Task to carry out: Exact reproduction of all the data is required, with pictures excluded.

Start of Recorded data

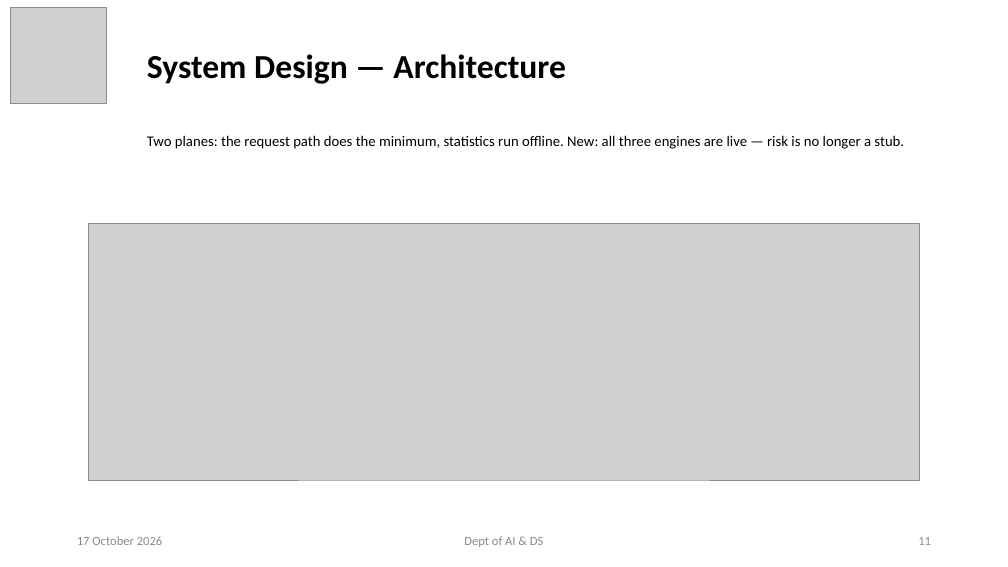
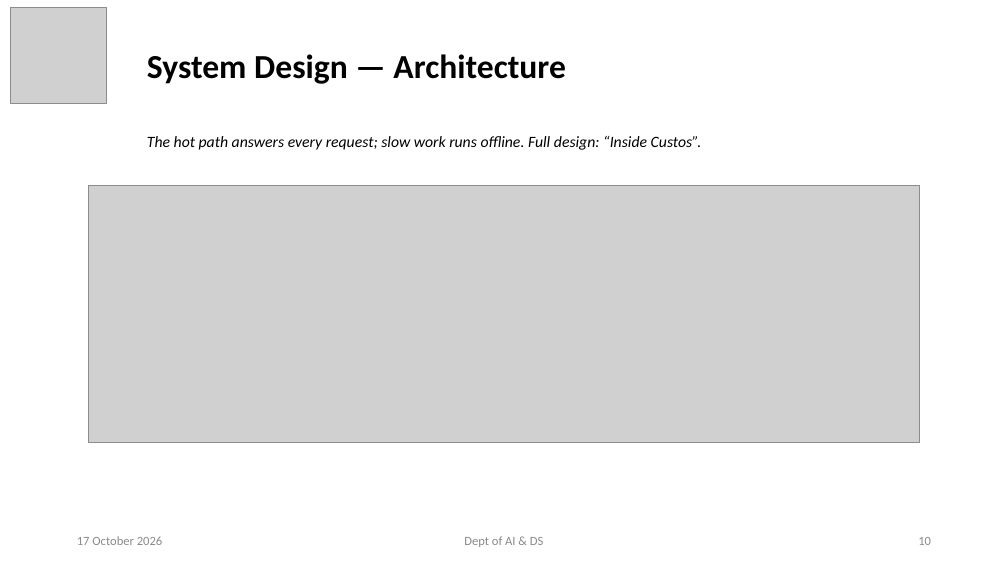
Before and after one commit to ayushpandey0201/custos, a slide deck: slide 10 of docs/presentations/Custos_Phase2_Review2.pptx (slide 11 before the commit). Drawn at 1008x567 pixels with LibreOffice and Linux fonts; fonts in the diff are those of the drawing; grey boxes stand for pictures. Boxes give left, top, right and bottom in pixels: in the first picture for what was removed or moved away, otherwise in the second. Text is boxed around its words. In the diff, an @@ line names an element or a change of style, - is before the commit and + after.

```diff
--- a/docs/presentations/Custos_Phase2_Review2.pptx
+++ b/docs/presentations/Custos_Phase2_Review2.pptx
@@ subtitle at <box>147,136,702,150</box>: text changed; size 14 to 15 pt; italic on @@
-Two planes: the request path does the minimum, statistics run offline. New: all three engines are live — risk is no longer a stub.
+The hot path answers every request; slow work runs offline. Full design: “Inside Custos”.
@@ picture: place and size @@
-picture at <box>88,223,920,480</box>
+picture at <box>88,185,920,442</box>
@@ page number at <box>918,537,931,545</box>: text changed @@
-11
+10
```
Also in this commit, not shown: 13 other slides changed, 1 slide added, 11 slides removed, 8 other files.

End of Recorded data

Solution to the exercise:
Before and after one commit to ayushpandey0201/custos, a slide deck: slide 10 of docs/presentations/Custos_Phase2_Review2.pptx (slide 11 before the commit). Drawn at 1008x567 pixels with LibreOffice and Linux fonts; fonts in the diff are those of the drawing; grey boxes stand for pictures. Boxes give left, top, right and bottom in pixels: in the first picture for what was removed or moved away, otherwise in the second. Text is boxed around its words. In the diff, an @@ line names an element or a change of style, - is before the commit and + after.

```diff
--- a/docs/presentations/Custos_Phase2_Review2.pptx
+++ b/docs/presentations/Custos_Phase2_Review2.pptx
@@ subtitle at <box>147,136,702,150</box>: text changed; size 14 to 15 pt; italic on @@
-Two planes: the request path does the minimum, statistics run offline. New: all three engines are live — risk is no longer a stub.
+The hot path answers every request; slow work runs offline. Full design: “Inside Custos”.
@@ picture: place and size @@
-picture at <box>88,223,920,480</box>
+picture at <box>88,185,920,442</box>
@@ page number at <box>918,537,931,545</box>: text changed @@
-11
+10
```
Also in this commit, not shown: 13 other slides changed, 1 slide added, 11 slides removed, 8 other files.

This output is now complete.